# Hatching Chicks!



## BareCreekFarm (Nov 20, 2011)

We got some Silkie chickens about a month ago. We have been incubating all of the eggs. Some of them have started to hatch today!! So excited, can't wait till they have all hatched! :leap: 
Does anyone know if Silkies take longer than other chickens? Today is day 23, and only three have hatched? When we candled them during incubation they were all fertile.


----------



## luvmyherd (Apr 9, 2011)

I do not know if Silkies take longer.
I do love chicks hatching. We have not had any broody hens yet but hope to soon. As the days warm up and get longer. Good luck with your little balls of fur.


----------



## KW Farms (Jun 21, 2008)

Aww...that's exciting! Do you have any pics?


----------



## Stacykins (Mar 27, 2012)

Actually, I believe most bantam breeds hatch a little earlier than large fowl breeds. A day earlier isn't unusual at all when incubating them. 
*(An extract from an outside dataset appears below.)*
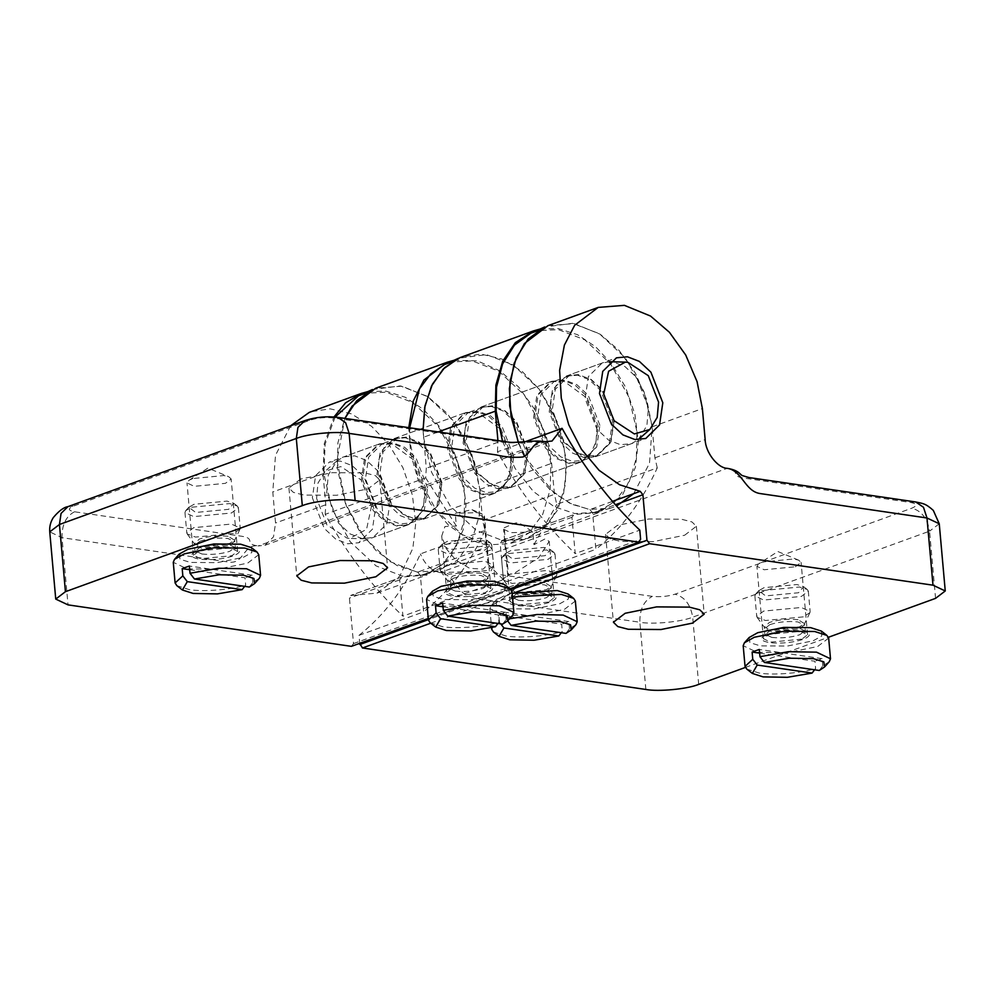 <?xml version="1.0" encoding="UTF-8"?>
<svg xmlns="http://www.w3.org/2000/svg" width="995" height="995" viewBox="0 0 995 995"><rect width="100%" height="100%" fill="white"/><g stroke="black" fill="none" stroke-linecap="round" stroke-linejoin="round"><path stroke-width="0.75" stroke-dasharray="4.97 3.73" d="M524.527 456.17L554.053 493.072L572.113 504.341L589.96 509.552L592.647 513.01L595.881 549.315L495.386 585.806L492.152 549.501L489.478 546.044L468.844 539.514L448.335 525.024L430.711 504.03L418.049 479.59L410.773 454.28L408.746 427.75M359.008 635.345C384.679 614.935 405.139 587.784 420.387 553.904L484.988 530.447L482.637 520.397L479.864 489.391L479.192 516.019L471.63 541.093L457.252 560.334L438.235 570.757L416.93 572.013L390.115 561.64L364.12 537.375L345.439 503.507L337.38 468.533L337.914 442.812L344.867 418.397L336.919 460.262L346.26 505.659L358.934 530.099L376.545 551.093L397.067 565.583L417.689 572.113L420.375 575.57L423.609 611.875L359.008 635.345L359.829 644.524M454.043 360.289L477.252 360.824L499.813 370.787L518.656 387.005L534.962 409.753L546.33 436.395L551.64 463.322L554.414 494.328L556.777 504.378L657.272 467.874C642.011 501.754 621.552 528.905 595.881 549.315M372.428 389.542L400.313 385.911L427.129 396.271L453.123 420.537L471.804 454.404L479.864 489.391L474.553 462.464L463.185 435.822L446.879 413.074L428.024 396.856L401.893 386.159L375.675 388.224M645.854 689.46L639.86 622.248L492.562 600.694C483.682 600.209 474.764 598.293 465.797 594.948C455.785 588.48 452.7 574.451 440.126 572.61C431.519 570.794 424.94 564.563 420.387 553.904M440.126 572.61L477.19 571.379L652.372 596.366C660.22 597.162 667.769 596.44 675.008 594.189L911.893 508.159C917.626 505.696 917.253 503.818 910.786 502.512L743.924 478.085C728.614 475.846 742.208 470.523 727.245 468.334L440.126 572.61M745.342 667.446L828.449 637.26M684.61 535.248L696.376 526.268L691.973 521.94L681.475 519.241L648.752 519.004L617.323 525.397L605.569 534.377L609.972 538.693L620.457 541.404L653.18 541.641L684.61 535.248M504.204 527.798C520.485 520.97 514.9 520.149 532.847 531.989L533.979 544.688L544.949 538.954L549.215 541.367L538.606 557.76L513.694 573.667L508.37 574.525L504.204 527.798L503.619 529.265L510.87 532.673L532.847 531.989M548.519 602.062L517.325 605.047L510.074 601.639L515.796 597.274L547.001 594.276L554.24 597.697L548.519 602.062M795.366 566.764L801.087 562.399L798.699 560.185L793.836 558.979L762.643 561.976L758.886 563.742L756.921 566.342L764.172 569.762L795.366 566.764M801.821 639.138L770.627 642.136L763.376 638.715L769.098 634.35L800.303 631.352L807.542 634.773L801.821 639.138M533.979 544.688L556.777 504.378M495.386 585.806L508.37 574.525M512.064 457.526L500.187 426.917L488.62 416.146L476.717 411.532L465.76 412.564L452.004 426.121L448.745 448.247L460.623 478.856L472.177 489.639L484.092 494.241L495.05 493.209L508.806 479.652L512.064 457.526M484.988 530.447C469.739 564.327 449.28 591.465 423.609 611.875M440.287 483.595L437.029 505.721L423.261 519.278L412.316 520.31L400.4 515.708L388.846 504.925L376.956 474.316L380.214 452.19L393.983 438.633L404.928 437.601L416.843 442.215L428.397 452.986L440.287 483.595M657.272 467.874L654.909 457.837L652.135 426.818L646.825 399.903L635.457 373.249L619.151 350.501L600.296 334.295L574.165 323.599L547.947 325.663M518.905 444.006L522.338 451.817M612.559 421.022L609.301 443.161L595.545 456.717L584.587 457.75L572.672 453.135L561.118 442.365L549.228 411.756L552.486 389.63L566.254 376.073L577.199 375.04L589.115 379.642L600.669 390.426L612.559 421.022M424.666 489.266L423.845 503.992L418.186 516.903L407.651 524.95L396.694 525.982L384.779 521.38L373.224 510.597L361.347 479.988L364.605 457.862L378.361 444.305L391.607 443.72L413.808 460.038L424.666 489.266M441.544 483.135L429.666 452.538L418.111 441.755L406.196 437.141L395.239 438.173L384.704 446.22L379.045 459.13L378.224 473.869L389.082 503.084L411.283 519.415L424.529 518.818L438.285 505.273L441.544 483.135M596.938 426.693L596.117 441.432L590.458 454.342L579.923 462.389L568.966 463.421L557.051 458.807L545.496 448.036L533.619 417.427L536.877 395.301L550.633 381.744L563.879 381.147L586.08 397.478L596.938 426.693M613.815 420.574L601.938 389.965L590.383 379.182L578.468 374.58L567.511 375.612L556.976 383.66L551.317 396.57L550.496 411.296L561.354 440.524L583.555 456.854L596.801 456.257L610.557 442.7L613.815 420.574M390.04 501.841L386.781 523.979L373.025 537.524L362.068 538.556L350.153 533.954L338.599 523.171L326.708 492.575L328.288 474.938L336.77 461.033L343.735 456.879L354.68 455.847L366.595 460.461L378.15 471.244L390.04 501.841M527.686 451.854L515.796 421.246L504.241 410.475L492.326 405.86L481.381 406.893L470.834 414.94L465.187 427.85L464.354 442.576L475.212 471.804L497.413 488.135L510.659 487.538L524.427 473.981L527.686 451.854M510.808 457.986L509.975 472.712L504.328 485.622L493.781 493.669L482.836 494.702L470.921 490.087L459.367 479.316L447.476 448.708L450.735 426.581L464.491 413.024L477.749 412.428L499.95 428.758L510.808 457.986M371.446 506.43L361.148 479.926L340.825 466.605L325.303 471.095L317.965 483.135L316.597 498.408L326.895 524.9L347.218 538.233L349.767 538.457L366.558 529.328L371.446 506.43M638.392 439.529L646.874 425.624L648.454 407.987L636.564 377.391L625.009 366.608L613.094 362.006L610.146 361.745M609.798 361.745L602.137 363.038L588.381 376.595L585.122 398.721L597.012 429.33L608.567 440.101L620.482 444.715L631.427 443.683L638.131 439.753M367.914 391.57L386.06 391.135L405.263 397.266L423.509 409.505L439.069 426.146L453.16 449.454L462.663 476.866L465.983 504.95L463.098 530.074L449.976 558.033L427.216 574.899L401.806 577.1L399.679 579.849L402.925 616.166L503.408 579.675L500.174 543.357L502.301 540.608L527.711 538.407L550.471 521.542L563.593 493.582L566.478 468.446L563.158 440.375L553.655 412.962L539.564 389.642L522.275 371.545L501.915 359.021L480.896 354.096L461.804 356.944M501.455 540.683L574.078 514.539L501.455 540.683M540.185 329.009L558.332 328.574L577.535 334.706L595.794 346.932L611.34 363.573L625.432 386.893L634.934 414.306L638.268 442.377L635.37 467.513L622.248 495.473L599.487 512.338L574.078 514.539L571.951 517.288L575.197 553.606L639.797 530.136M437.912 432.017L423.522 437.253L423.086 429.852L426.283 468.259L425.673 477.874L325.191 514.365C346.969 553.668 372.876 587.597 402.925 616.166M351.397 646.352L353.499 643.603L349.432 598.107L351.558 595.358L376.968 593.144L399.729 576.279L412.85 548.32L415.748 523.196L412.415 495.124L402.913 467.7L388.821 444.392L371.533 426.283L351.173 413.771L330.153 408.833L311.074 411.694M401.806 577.1L350.713 595.42L401.806 577.1M290.639 425.773L275.503 455.287L272.779 491.99L275.54 523.009L273.513 536.84L264.906 545.31L258.066 545.956L545.185 441.68L508.122 442.924L332.939 417.925C325.091 417.129 317.542 417.85 310.303 420.101L73.419 506.132C67.685 508.594 68.058 510.485 74.525 511.778L241.387 536.205C256.698 538.444 243.103 543.767 258.066 545.956C243.103 543.767 244.198 564.339 228.875 562.1L62.013 537.673L49.75 531.877M300.701 479.043L288.936 488.023L293.338 492.351L303.836 495.05L336.559 495.286L367.988 488.893L379.742 479.926L375.339 475.598L364.854 472.899L332.131 472.662L300.701 479.043M312.355 497.786L324.246 528.382L335.8 539.166L347.715 543.78L358.66 542.748L372.428 529.191L375.687 507.052L363.797 476.456L352.242 465.672L340.327 461.058L329.37 462.09L315.614 475.647L312.355 497.786M483.868 517.512L472.016 509.664L455.237 513.321L456.369 526.019L444.927 526.517L441.73 536.044L446.245 548.718L455.959 560.173L469.553 568.269L483.097 569.19L488.047 564.227L483.868 517.512L484.453 516.044L482.065 513.843L477.214 512.636L455.237 513.321M452.476 587.995L483.669 585.01L490.921 588.418L485.199 592.784L453.994 595.781L446.755 592.361L452.476 587.995M192.719 478.545L188.95 480.311L186.998 482.911L194.236 486.331L225.442 483.334L231.151 478.968L228.763 476.754L223.912 475.548L192.719 478.545M199.174 550.919L230.367 547.922L237.618 551.342L231.897 555.707L200.691 558.705L193.453 555.285L199.174 550.919M456.369 526.019L425.673 477.874M503.408 579.675L488.047 564.227M463.098 443.036L466.356 420.91L480.112 407.353L491.07 406.321L502.985 410.923L514.539 421.706L526.417 452.315L523.159 474.441L509.403 487.998L498.445 489.03L486.53 484.416L474.976 473.645L463.098 443.036M525.472 441.631L497.463 451.805C519.241 491.107 545.148 525.037 575.197 553.606M497.463 451.805L497.948 440.81M534.875 416.967L546.765 447.576L558.319 458.347L570.235 462.961L581.179 461.929L594.948 448.372L598.206 426.246L586.316 395.637L574.762 384.866L562.847 380.252L551.889 381.284L538.133 394.841L534.875 416.967M325.191 514.365L325.788 504.763L323.027 473.744L324.283 443.559L333.997 416.967M362.603 479.54L374.481 510.137L386.048 520.92L397.963 525.522L408.908 524.489L422.676 510.945L425.935 488.806L414.044 458.21L402.49 447.427L390.575 442.812L379.617 443.845L365.861 457.401L362.603 479.54M614.238 420.114L602.584 390.09L591.241 379.505L579.55 374.991L568.804 375.998L555.297 389.294L552.101 411.022L563.767 441.046L575.098 451.618L586.789 456.145L597.547 455.138L611.042 441.83L614.238 420.114M518.184 442.19L531.38 467.799L549.315 488.993L569.513 503.097L589.202 509.44L610.507 508.196L616.539 506.045M633.715 493.657L649.499 463.235L652.135 426.818L644.076 391.831L625.395 357.964L599.4 333.711L572.585 323.338L544.7 326.982M599.885 425.325L588.219 395.301L576.889 384.717L565.197 380.202L554.439 381.209L540.944 394.517L537.748 416.233L549.402 446.257L560.745 456.842L572.436 461.357L583.182 460.349L596.689 447.041L599.885 425.325M502.574 441.481L515.186 468.546L533.32 491.418L554.252 506.753L574.787 513.557L595.843 512.326L614.649 502.027L628.852 483.01L636.327 458.222L636.987 431.905L629.027 397.316L610.569 363.847L584.861 339.867L558.369 329.619L537.959 330.676M528.109 451.394L516.442 421.37L505.099 410.786L493.408 406.271L482.662 407.278L469.167 420.587L465.971 442.302L477.625 472.326L488.968 482.911L500.659 487.426L511.405 486.418L524.912 473.11L528.109 451.394M423.522 437.253L431.581 472.227L450.25 506.094L476.257 530.36L503.06 540.72L524.377 539.477L543.394 529.054L557.772 509.813L565.334 484.739L566.006 458.098L557.946 423.124L539.265 389.256L513.258 364.991L486.455 354.618L458.558 358.262M513.743 456.605L502.089 426.581L490.746 416.01L479.055 411.482L468.309 412.49L454.802 425.798L451.606 447.514L463.272 477.538L474.615 488.122L486.306 492.637L497.052 491.629L510.547 478.334L513.743 456.605M409.629 427.875L410.027 442.564L417.987 477.14L436.457 510.622L462.153 534.589L488.644 544.85L509.714 543.618L528.507 533.308L542.723 514.291L550.198 489.503L550.857 463.185L542.884 428.609L524.427 395.127L498.731 371.16L472.239 360.899L451.817 361.956M441.967 482.674L430.3 452.65L418.97 442.078L407.278 437.551L396.532 438.559L383.025 451.867L379.829 473.583L391.495 503.607L402.826 514.191L414.517 518.706L425.263 517.698L438.77 504.403L441.967 482.674M427.614 487.886L415.947 457.862L404.617 447.29L392.925 442.763L382.167 443.77L368.672 457.078L365.476 478.794L377.13 508.818L388.473 519.402L400.164 523.93L410.91 522.91L424.417 509.614L427.614 487.886M335.141 417.054L325.116 444.106L323.897 473.844L331.857 508.433L350.315 541.902L376.023 565.881L402.515 576.13L423.571 574.899L442.377 564.588L456.581 545.571L464.056 520.795L464.715 494.465L456.755 459.889L438.285 426.407L412.589 402.44L386.097 392.192L365.687 393.236M764.061 587.684L758.688 590.694L765.665 595.893L798.562 592.746L803.661 586.689L796.958 584.538L764.061 587.684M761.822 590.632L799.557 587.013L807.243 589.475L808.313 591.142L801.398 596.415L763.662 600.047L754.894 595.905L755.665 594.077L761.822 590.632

What was the final chick count? A broody of mine just hatched out a single olive egger (black copper marans x true Araucana) out of the three eggs she brooded. I LOVE seeing a mother hen with young, it is so special!


----------



## toth boer goats (Jul 20, 2008)

:thumb:


----------



## BareCreekFarm (Nov 20, 2011)

Well the hatching did not turn out so well. Only 10 hatched out of 30 eggs :sigh: When we candled the eggs, they were all fertile and alive. Some of the eggs exploded, but they had fully developed chicks inside :chin: . I talked to a experienced chicken guy, and he said thunder could kill chicks late term like that. We started to think about that, and the incubators are directly beside the piano, so we think the vibration from the piano may have killed the chicks. We still have another round of eggs in the incubator, so we have to wait till they have hatched before we move the incubator... so now we will just stop playing the piano!


----------



## Stacykins (Mar 27, 2012)

Thunder killing chicks? Not going to lie, sounds like an old wives tale. I'd take that advise with a grain of salt, if I were you. Maybe if a thunderstorm knocked out the power too long, that would be the only plausible explanation. 

Thunder and piano music are just sound waves. A normal piano is around 65ish decibels. The exact same decibel level of a normal conversation, the sound of the TV, etc. The sound pressure of those things are pretty low, as well, since sound pressure is strongly correlated with decibel level. There might be a problem if a running jet engine is nearby.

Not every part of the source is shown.